I don’t think it can possibly get any better than this.
After the Packers impressive 48-21 over the Atlanta Falcons and the Bears’ easier than it looked 35-24 win over the upstart Seattle Seahawks, both teams prepare to meet for only the second time in their long and storied rivalry. For the first time since 1941, the Packers and Bears get together for– to steal a line from Brent Musberger–all the Tostitos.
Since the Packers faced the Bears twice already this season, I don’t think it’s necessary to break them down once again. We know them well enough by now and the same could be said for the Bears knowing the Packers. It’s a division rivals against one another, so the familiarity between the two teams is rather obvious.
Instead let’s go ahead jump to FIVE (hey, it’s a big game alright?) keys to the NFC Championship
1. The condition of Soldier Field
Much has been made this week over the shape the sod in Soldier Field is in. It was already showing noticeable damage during the Seahawks game last week, and with brutal cold settling in across the entire Midwest, there hasn’t been enough time to re-sod the entire football field
With the game also expected to be played under cold temperatures, the condition of the field will be crucial to both teams. The Bears obviously have had some experience playing in it and the Packers have not. You would think that would give the Bears an edge, but the Packers have played their share of games in Lambeau with the sod coming up in chunks.
While Lambeau has never been in this bad of shape, both teams will likely struggle with poor field conditions.
2. The officiating crew
In this week’s sign of the apocalypse, the NFL announced that Terry McAuley’s crew will be calling the NFC Championship Game.
Why is this significant?
Remember the Week 3 game in Soldier Field against the Bears where the Packers were flagged for a staggering 18 penalties? McAuley’s crew worked that game.
Will they do the same in this game?
My guess would be no.

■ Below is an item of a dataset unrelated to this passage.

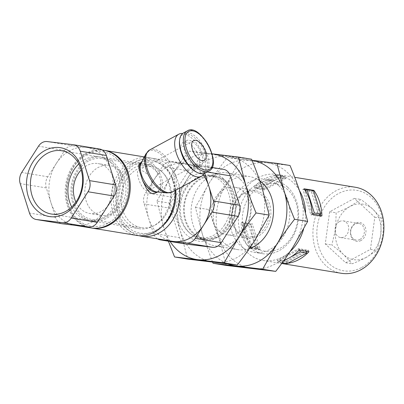 <?xml version="1.0" encoding="UTF-8"?>
<svg xmlns="http://www.w3.org/2000/svg" width="404" height="404" viewBox="0 0 404 404"><rect width="100%" height="100%" fill="white"/><g stroke="black" fill="none" stroke-linecap="round" stroke-linejoin="round"><path stroke-width="0.3" stroke-dasharray="2.02 1.52" d="M290.037 165.514L266.852 162.802A53.419 43.218 99.3 0 1 300.445 193.728A53.419 43.218 99.3 0 1 293.289 246.657A53.419 43.218 99.3 0 1 252.54 268.655A53.419 43.218 99.3 0 1 218.943 237.729A53.419 43.218 99.3 0 1 226.099 184.805A53.419 43.218 99.3 0 1 266.852 162.802L240.471 159.565L226.099 184.805C221.175 192.521 215.322 200.758 208.535 209.514C212.762 219.69 216.231 229.093 218.943 237.729L226.159 265.418M278.846 185.774A36.991 29.926 99.3 0 1 286.901 229.26A36.991 29.926 99.3 0 1 253.707 252.232A36.991 29.926 99.3 0 1 230.164 210.883A36.991 29.926 99.3 0 1 265.686 179.224A36.991 29.926 99.3 0 1 278.846 185.774M252.015 160.332A53.419 43.218 -80.7 0 0 250.541 160.125A53.419 43.218 -80.7 0 0 209.792 182.128A53.419 43.218 -80.7 0 0 202.636 235.052A53.419 43.218 -80.7 0 0 228.119 264.004M259.812 180.886A36.991 29.926 -80.7 0 0 249.374 176.548A36.991 29.926 -80.7 0 0 213.852 208.206A36.991 29.926 -80.7 0 0 237.395 249.556A36.991 29.926 -80.7 0 0 249.334 248.576M212.59 262.166L202.636 235.052L195.42 207.363L209.792 182.128C214.716 174.407 220.569 166.17 227.361 157.414L240.471 159.565M227.361 157.414L252.005 160.302M195.42 207.363L208.535 209.514M240.36 179.457A36.991 29.926 99.3 0 1 248.415 222.947A36.991 29.926 99.3 0 1 215.221 245.92A36.991 29.926 99.3 0 1 191.678 204.57A36.991 29.926 99.3 0 1 227.2 172.912A36.991 29.926 99.3 0 1 240.36 179.457M299.425 190.552A43.581 35.259 -80.7 0 0 277.189 174.437A43.581 35.259 -80.7 0 0 235.34 211.731A43.581 35.259 -80.7 0 0 263.075 260.449A43.581 35.259 -80.7 0 0 282.583 256.939A43.581 35.259 -80.7 0 0 290.042 251.621M303.571 229.204A43.581 35.259 -80.7 0 0 305.586 212.252M287.83 189.764A34.178 27.654 -80.7 0 0 242.668 214.145A34.178 27.654 -80.7 0 0 279.901 248.42A34.178 27.654 -80.7 0 0 287.83 189.764M359.954 239.431A8.434 6.823 -80.7 0 0 364.393 230.553A8.434 6.823 -80.7 0 0 358.909 223.463A8.434 6.823 -80.7 0 0 355.131 224.139A8.434 6.823 -80.7 0 0 350.692 233.017A8.434 6.823 -80.7 0 0 356.176 240.107A8.434 6.823 -80.7 0 0 359.954 239.431M360.929 240.557A9.56 7.732 99.3 0 1 350.515 230.967A9.56 7.732 99.3 0 1 363.146 224.149A9.56 7.732 99.3 0 1 360.929 240.557M339.476 221.569A8.434 6.823 99.3 0 1 343.254 220.892A8.434 6.823 99.3 0 1 348.738 227.982A8.434 6.823 99.3 0 1 344.299 236.86A8.434 6.823 99.3 0 1 340.522 237.537A8.434 6.823 99.3 0 1 335.037 230.447A8.434 6.823 99.3 0 1 339.476 221.569M366.231 257.373A28.118 22.745 99.3 0 1 343.637 254.661A28.118 22.745 99.3 0 1 335.603 229.179A28.118 22.745 99.3 0 1 350.162 206.409A28.118 22.745 99.3 0 1 372.756 209.121A28.118 22.745 99.3 0 1 380.785 234.603A28.118 22.745 99.3 0 1 366.231 257.373L376.983 250.419L380.785 234.603L381.331 218.251L372.756 209.121C369.609 206.222 365.665 203 360.913 199.46L350.162 206.409C346.349 208.479 341.678 210.615 336.148 212.827L335.603 229.179L331.8 244.996C336.552 248.536 340.496 251.758 343.637 254.661L352.217 263.792C357.747 261.58 362.418 259.439 366.231 257.373M329.624 211.757L325.276 243.925L345.693 262.721L370.458 249.349L374.806 217.18L354.389 198.389L329.624 211.757L336.148 212.827M354.389 198.389L360.913 199.46M325.276 243.925L331.8 244.996M345.693 262.721L352.217 263.792M282.542 176.048L276.023 174.977L256.288 185.628L262.812 186.698L282.542 176.048L283.345 178.593L276.826 177.528L276.023 174.977M276.826 177.528L257.09 188.178L256.288 185.628M257.09 188.178L263.615 189.249L262.812 186.698M263.615 189.249L283.345 178.593M248.728 225.614L242.203 224.543L249.596 247.985L256.121 249.056L248.728 225.614L250.874 224.457L244.349 223.387L242.203 224.543M244.349 223.387L251.743 246.829L249.596 247.985M251.743 246.829L258.262 247.899L256.121 249.056M258.262 247.899L250.874 224.457M282.154 262.847L280.553 262.58L283.512 260.984M279.75 260.035L299.48 249.379L306.005 250.45L286.269 261.105L279.75 260.035L280.553 262.58M286.269 261.105L287.077 263.65M287.633 258.757L290.557 257.181M299.48 249.379L299.738 250.202M306.005 250.45L306.262 251.273M285.375 176.942L275.594 175.341A43.581 35.259 -80.7 0 0 254.146 186.916L263.928 188.522A43.581 35.259 99.3 0 1 285.375 176.942L285.835 178.401L264.388 189.981L254.606 188.375L276.053 176.795L285.835 178.401M263.928 188.522L264.388 189.981M275.594 175.341L276.053 176.795M254.146 186.916L254.606 188.375M250.955 224.366L241.173 222.761A43.581 35.259 -80.7 0 0 249.207 248.243L258.989 249.849A43.581 35.259 99.3 0 1 250.955 224.366L252.182 223.705L260.216 249.187L250.429 247.581L242.395 222.099L252.182 223.705M258.989 249.849L260.216 249.187M241.173 222.761L242.395 222.099M249.207 248.243L250.429 247.581M308.954 251.712L308.494 250.258L298.707 248.652L277.26 260.232L287.047 261.837L306.313 251.434M306.53 251.313L308.494 250.258M287.815 263.251A43.581 35.259 99.3 0 1 287.502 263.292L287.047 261.837M287.502 263.292L277.72 261.686L277.26 260.232M299.167 250.106L298.707 248.652M277.72 261.686A43.581 35.259 -80.7 0 0 284.057 260.226M312.13 213.873L304.833 190.733L305.262 190.501M304.833 190.733L311.358 191.804L313.499 190.643M311.358 191.804L318.746 215.246M313.438 190.632L312.666 191.052L306.207 189.991M321.922 215.867L320.7 216.529L320.412 215.62M320.069 214.529L312.666 191.052M312.141 214.266L310.913 214.928L320.7 216.529M304.106 188.784L302.879 189.446L310.913 214.928M304.778 189.754L302.879 189.446M341.355 273.291A43.581 35.259 99.3 0 1 313.62 224.579A43.581 35.259 99.3 0 1 355.469 187.279M361.691 267.499A40.769 32.982 -80.7 0 0 371.15 197.541A40.769 32.982 -80.7 0 0 317.286 226.619A40.769 32.982 -80.7 0 0 361.691 267.499M370.458 249.349L376.983 250.419M374.806 217.18L381.331 218.251M162.282 226.311A36.552 29.568 99.3 0 1 122.937 221.71A36.552 29.568 99.3 0 1 125.285 172.993A36.552 29.568 99.3 0 1 165.115 167.508A36.552 29.568 99.3 0 1 175.74 190.173M155.03 225.134A30.926 25.023 -80.7 0 0 171.306 192.587A30.926 25.023 -80.7 0 0 151.197 166.584A30.926 25.023 -80.7 0 0 121.498 193.056A30.926 25.023 -80.7 0 0 141.183 227.624A30.926 25.023 -80.7 0 0 155.03 225.134M157.494 238.85A11.246 9.1 99.3 0 1 153.419 233.381L144.142 203.959A11.246 9.1 99.3 0 1 145.647 192.814L162.458 166.524A11.246 9.1 99.3 0 1 171.038 161.893L197.122 165.024A11.246 9.1 99.3 0 1 197.435 165.069A11.246 9.1 99.3 0 1 204.197 171.533L204.732 173.23M223.528 169.352A11.246 9.1 -80.7 0 0 223.215 169.306L197.132 166.175A11.246 9.1 -80.7 0 0 188.552 170.806L171.74 197.096A11.246 9.1 -80.7 0 0 170.236 208.237L179.512 237.663A11.246 9.1 -80.7 0 0 186.269 244.127M203.136 174.967A39.365 31.845 -80.7 0 0 199.187 170.584A39.365 31.845 -80.7 0 0 185.178 163.615A39.365 31.845 -80.7 0 0 184.078 163.458A39.365 31.845 -80.7 0 0 154.05 179.669A39.365 31.845 -80.7 0 0 148.778 218.67A39.365 31.845 -80.7 0 0 172.432 241.299M287.653 187.219A36.991 29.926 99.3 0 1 295.708 230.709A36.991 29.926 99.3 0 1 262.514 253.677A36.991 29.926 99.3 0 1 238.971 212.327A36.991 29.926 99.3 0 1 274.493 180.669A36.991 29.926 99.3 0 1 287.653 187.219M179.432 188.178A39.365 31.845 -80.7 0 0 168.2 165.499A39.365 31.845 -80.7 0 0 154.197 158.53A39.365 31.845 -80.7 0 0 116.665 190.728A39.365 31.845 -80.7 0 0 139.057 235.709M104.343 150.359A39.355 31.84 -80.7 0 0 66.827 184.083A39.355 31.84 -80.7 0 0 91.602 228.028M126.003 173.563A37.668 30.472 -80.7 0 0 73.578 167.271A37.668 30.472 -80.7 0 0 92.223 226.397A37.668 30.472 -80.7 0 0 126.003 173.563M175.028 190.557A39.355 31.84 -80.7 0 0 173.114 180.391A39.355 31.84 -80.7 0 0 149.465 157.762A39.355 31.84 -80.7 0 0 111.676 191.44A39.355 31.84 -80.7 0 0 136.719 235.431M139.92 163.176L142.723 162.943L145.536 163.736L150.672 166.403L155.929 170.922L157.767 173.266L160.247 178.28L160.974 183.436L160.257 187.4L159.257 189.567L157.944 191.319L155.954 192.87M172.806 181.244A37.668 30.472 -80.7 0 0 120.382 174.952A37.668 30.472 -80.7 0 0 139.026 234.078A37.668 30.472 -80.7 0 0 172.806 181.244M204.197 173.442A23.897 11.913 61.6 0 0 203.99 157.52A23.897 11.913 61.6 0 0 182.628 133.502M166.978 192.95L167.024 192.95A23.447 11.686 61.6 0 0 173.377 173.861A23.447 11.686 61.6 0 0 159.479 153.333A23.447 11.686 61.6 0 0 145.925 153.879L145.905 153.919M156.777 191.9A17.327 8.636 61.6 0 0 161.474 177.79A17.327 8.636 61.6 0 0 146.475 160.439A17.327 8.636 61.6 0 0 141.188 163.019M205.055 173.069A22.776 11.352 61.6 0 0 207.449 155.197A22.776 11.352 61.6 0 0 183.416 132.987M196.324 172.018A21.634 10.787 61.6 0 0 205.919 155.555A21.634 10.787 61.6 0 0 191.107 135.335A21.634 10.787 61.6 0 0 179.502 140.865M181.558 153.565A14.62 7.287 -118.4 0 1 183.184 142.38A14.62 7.287 -118.4 0 1 198.611 156.636A14.62 7.287 -118.4 0 1 197.076 168.109A14.62 7.287 -118.4 0 1 186.835 163.332M201.849 154.889A14.62 7.287 61.6 0 0 186.421 140.632A14.62 7.287 61.6 0 0 186.956 156.959A14.62 7.287 61.6 0 0 200.313 166.362A14.62 7.287 61.6 0 0 201.849 154.889M119.422 210.065A32.31 26.139 -80.7 0 0 138.84 228.644A32.31 26.139 -80.7 0 0 164.095 215.918A32.31 26.139 -80.7 0 0 168.721 183.451A32.31 26.139 -80.7 0 0 149.303 164.872A32.31 26.139 -80.7 0 0 124.043 177.598A32.31 26.139 -80.7 0 0 119.422 210.065M72.619 202.384A32.31 26.139 99.3 0 1 77.24 169.917A32.31 26.139 99.3 0 1 102.5 157.191A32.31 26.139 99.3 0 1 123.063 193.309A32.31 26.139 99.3 0 1 92.036 220.963A32.31 26.139 99.3 0 1 72.619 202.384M146.743 190.597L149.081 190.183C153.268 186.815 153.076 181.861 148.495 175.321C144.218 171.22 140.855 169.579 138.395 170.397C135.093 171.362 140.9 189.582 146.743 190.597M88.431 161.05A30.926 25.023 -80.7 0 0 72.154 193.597A30.926 25.023 -80.7 0 0 92.258 219.599A30.926 25.023 -80.7 0 0 106.106 217.11A30.926 25.023 -80.7 0 0 122.382 184.562A30.926 25.023 -80.7 0 0 102.273 158.56A30.926 25.023 -80.7 0 0 88.431 161.05M71.72 206.984A32.052 25.932 -80.7 0 0 88.814 220.175A32.052 25.932 -80.7 0 0 113.867 207.55A32.052 25.932 -80.7 0 0 118.458 175.341A32.052 25.932 -80.7 0 0 99.192 156.914A32.052 25.932 -80.7 0 0 78.78 163.948M75.902 202.071A25.306 20.473 -80.7 0 0 89.91 213.514A25.306 20.473 -80.7 0 0 109.686 203.55A25.306 20.473 -80.7 0 0 113.307 178.124A25.306 20.473 -80.7 0 0 98.101 163.575A25.306 20.473 -80.7 0 0 81.174 169.943M124.725 179.997A25.306 20.473 99.3 0 1 121.104 205.419A25.306 20.473 99.3 0 1 101.323 215.388A25.306 20.473 99.3 0 1 86.118 200.838A25.306 20.473 99.3 0 1 89.739 175.412A25.306 20.473 99.3 0 1 109.519 165.448A25.306 20.473 99.3 0 1 124.725 179.997M99.591 149.015A11.246 9.1 -80.7 0 0 99.273 148.97L73.19 145.839A11.246 9.1 -80.7 0 0 64.61 150.47L47.798 176.76A11.246 9.1 -80.7 0 0 46.293 187.9L55.57 217.327A11.246 9.1 -80.7 0 0 62.327 223.791M56.206 163.615A39.365 31.845 99.3 0 1 86.229 147.404A39.365 31.845 99.3 0 1 87.33 147.561A39.365 31.845 99.3 0 1 110.984 170.19A39.365 31.845 99.3 0 1 105.712 209.191A39.365 31.845 99.3 0 1 75.684 225.402A39.365 31.845 99.3 0 1 74.583 225.245A39.365 31.845 99.3 0 1 50.929 202.611A39.365 31.845 99.3 0 1 56.206 163.615M103.641 150.238A39.365 31.845 -80.7 0 0 86.017 153.404A39.365 31.845 -80.7 0 0 65.302 194.829A39.365 31.845 -80.7 0 0 90.895 227.922M168.392 241.193L164.15 228.74L156.934 201.051L170.049 203.202C174.276 213.373 177.745 222.781 180.457 231.416L187.673 259.105M188.87 151.096L212.055 153.813A53.419 43.218 -80.7 0 0 171.306 175.811C176.23 168.094 182.083 159.853 188.87 151.096L201.985 153.247L187.613 178.487C182.689 186.209 176.836 194.445 170.049 203.202M156.934 201.051L171.306 175.811A53.419 43.218 -80.7 0 0 164.15 228.74A53.419 43.218 -80.7 0 0 170.089 241.471M251.546 159.201L201.985 153.247M187.613 178.487A53.419 43.218 99.3 0 1 228.366 156.484A53.419 43.218 99.3 0 1 261.959 187.416A53.419 43.218 99.3 0 1 254.803 240.34A53.419 43.218 99.3 0 1 214.054 262.342A53.419 43.218 99.3 0 1 180.457 231.416A53.419 43.218 99.3 0 1 187.613 178.487M189.87 233.063A32.179 26.033 99.3 0 1 182.866 195.233A32.179 26.033 99.3 0 1 211.741 175.25A32.179 26.033 99.3 0 1 223.19 180.947A32.179 26.033 99.3 0 1 230.199 218.776A32.179 26.033 99.3 0 1 201.318 238.759A32.179 26.033 99.3 0 1 189.87 233.063M193.132 233.598A32.179 26.033 -80.7 0 0 204.581 239.294A32.179 26.033 -80.7 0 0 235.482 211.757A32.179 26.033 -80.7 0 0 215.004 175.785A32.179 26.033 -80.7 0 0 186.128 195.768A32.179 26.033 -80.7 0 0 193.132 233.598M223.018 178.401A34.991 28.31 99.3 0 1 214.898 238.451A34.991 28.31 99.3 0 1 176.785 203.363A34.991 28.31 99.3 0 1 223.018 178.401M224.629 224.897A31.371 25.376 99.3 0 1 199.818 237.693A31.371 25.376 99.3 0 1 185.173 188.577A31.371 25.376 99.3 0 1 209.979 175.785A31.371 25.376 99.3 0 1 224.629 224.897M229.517 225.7A31.371 25.376 99.3 0 1 204.712 238.496A31.371 25.376 99.3 0 1 190.067 189.38A31.371 25.376 99.3 0 1 214.872 176.588A31.371 25.376 99.3 0 1 229.517 225.7M238.82 233.855A24.083 19.483 99.3 0 1 244.41 192.521A24.083 19.483 99.3 0 1 255.192 190.582A24.083 19.483 99.3 0 1 270.518 217.504A24.083 19.483 99.3 0 1 247.389 238.118A24.083 19.483 99.3 0 1 238.82 233.855M244.041 193.541A22.831 18.468 99.3 0 1 268.907 216.433A22.831 18.468 99.3 0 1 238.744 232.719A22.831 18.468 99.3 0 1 244.041 193.541M218.524 230.522A24.083 19.483 99.3 0 1 213.282 202.207A24.083 19.483 99.3 0 1 234.891 187.254A24.083 19.483 99.3 0 1 243.461 191.516A24.083 19.483 99.3 0 1 248.707 219.832A24.083 19.483 99.3 0 1 227.093 234.785A24.083 19.483 99.3 0 1 218.524 230.522M204.197 171.533L207.035 171.998M223.215 169.306L197.122 165.024M171.038 161.893L197.132 166.175M153.419 233.381L179.512 237.663M170.236 208.237L144.142 203.959M188.552 170.806L162.458 166.524M145.647 192.814L171.74 197.096M172.417 191.966A23.897 11.913 61.6 0 0 174.927 173.21A23.897 11.913 61.6 0 0 149.712 149.904M157.767 173.266A16.877 8.413 61.6 0 0 142.122 161.989A16.877 8.413 61.6 0 0 141.521 162.383M157.494 191.971A16.877 8.413 61.6 0 0 158.156 191.688A16.877 8.413 61.6 0 0 160.974 183.436M208.898 170.993A22.776 11.352 61.6 0 0 211.287 153.121A22.776 11.352 61.6 0 0 187.259 130.916M99.273 148.97L73.18 144.688M55.57 217.327L29.477 213.044M46.293 187.9L20.2 183.623M64.61 150.47L38.516 146.187M73.19 145.839L47.096 141.557M47.798 176.76L21.705 172.478M215.221 245.92L237.395 249.556M227.2 172.912L249.374 176.548M340.522 237.537L356.176 240.107M343.254 220.892L358.909 223.463M263.075 260.449L281.674 263.499M277.189 174.437L294.728 177.316M212.06 167.468L197.435 165.069M253.707 252.232L262.514 253.677M265.686 179.224L274.493 180.669M154.197 158.53L185.178 163.615M144.349 156.924L149.465 157.762M141.572 162.282L142.122 161.989L141.137 163.12M157.605 191.981L158.156 191.688L156.666 191.885M186.421 140.632L183.184 142.38M200.313 166.362L197.076 168.109M92.036 220.963L138.84 228.644M102.5 157.191L149.303 164.872M193.602 140.587L138.395 170.397M204.288 160.383L149.081 190.188M51.308 214.019L88.814 220.175M61.686 150.758L99.192 156.914M151.197 166.584L102.273 158.56M141.183 227.624L92.258 219.599M109.519 165.448L98.101 163.575M101.323 215.388L89.91 213.514M102.273 150.01L87.33 147.561M75.134 225.336L74.583 225.245M215.004 175.785L211.741 175.25M204.581 239.294L201.318 238.759M199.818 237.693L204.712 238.496M209.979 175.785L214.872 176.588M227.093 234.785L247.389 238.118M234.891 187.254L255.192 190.582"/><path stroke-width="0.61" d="M228.119 264.004A53.419 43.218 -80.7 0 0 236.229 265.984A53.419 43.218 -80.7 0 0 276.982 243.981A53.419 43.218 -80.7 0 0 284.138 191.052A53.419 43.218 -80.7 0 0 252.015 160.332M249.334 248.576A36.991 29.926 -80.7 0 0 272.619 219.539A36.991 29.926 -80.7 0 0 262.539 183.098A36.991 29.926 -80.7 0 0 259.812 180.886M294.546 219.266C287.759 228.023 281.906 236.259 276.982 243.981L262.61 269.221L213.049 263.267L226.159 265.418L275.725 271.372C282.512 262.615 288.365 254.374 293.289 246.657L307.661 221.417L300.445 193.728C297.733 185.093 294.264 175.689 290.037 165.514L276.922 163.362L284.138 191.052C286.85 199.687 290.319 209.095 294.546 219.266L307.661 221.417M262.61 269.221L275.725 271.372M252.005 160.302L276.922 163.362M213.049 263.267L212.59 262.166M290.042 251.621A43.581 35.259 -80.7 0 0 303.571 229.204M305.586 212.252A43.581 35.259 -80.7 0 0 299.425 190.552M290.557 257.181L300.283 251.929L306.808 253L287.077 263.65L282.154 262.847M283.512 260.984L287.633 258.757M299.738 250.202L300.283 251.929M306.262 251.273L306.808 253M284.057 260.226A43.581 35.259 -80.7 0 0 289.107 258.01A43.581 35.259 -80.7 0 0 299.167 250.106L308.954 251.712A43.581 35.259 99.3 0 1 298.894 259.61A43.581 35.259 99.3 0 1 287.815 263.251M320.892 214.085L314.368 213.014L306.979 189.572L313.499 190.643L320.892 214.085L318.746 215.246L312.221 214.176L314.368 213.014M305.262 190.501L306.979 189.572M312.221 214.176L312.13 213.873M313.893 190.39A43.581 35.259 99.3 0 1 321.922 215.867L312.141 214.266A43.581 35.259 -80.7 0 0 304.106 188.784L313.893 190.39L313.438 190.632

In the playoffs, officials tend to let players play more as one questionable call can stain an entire postseason and hurt the crew’s chances of calling more playoff games or even a Super Bowl down the line.
No doubt Mike McCarthy has his team prepared for this crew this time, but that lingering doubt will still be in Packer fans’ heads until the final gun on Sunday. It’s hard to forget that game even with how far the Packers have come this season. Winning the NFC title would be a good eraser for those memories.
3. Which Jay Cutler will show up?
Cutler has been one of the most inconsistent quarterbacks in the NFL the past two seasons. One moment you will be in awe over some of the throws he made and pulling your hair out the next over another boneheaded throw an interception.
It’s a question that the Bears have managed to avoid answering since they have been winning: Which Cutler will it be? Good Jay or Bad Jay?
The Packers obviously will be game planning for Good Jay. Cutler has one the best arms in the NFL and can make all the throws. What the Packers will likely plan on doing is force Bad Jay to rear his ugly head by throwing multiple looks and blitzes at him. No one has been better than Dom Capers at doing that this season and he has found a hot hand in the playoffs.
Look for Cutler to be under siege as the Packers try to force him into one of his patented multiple turnover games.
4. Which Mike McCarthy will show up?
McCarthy is in the same boat as Cutler. At times, his playcalling his downright brilliant and others make you want to bang your head into a wall.
That said, McCarthy has been in an absolute zone this postseason not unlike Sean Payton of the New Orleans Saints a year ago on their way to winning Super Bowl XLIV. Like Payton, McCarthy has a quarterback playing better than anyone in the league and has absolute faith in his ability to make the plays needed to win.
Still, McCarthy’s clock management skills remain in doubt. If the game should remain close at the end of the half, many a Cheesehead will be reaching for the Pepto Bismol hoping that McCarthy doesn’t blow a shot at a Super Bowl.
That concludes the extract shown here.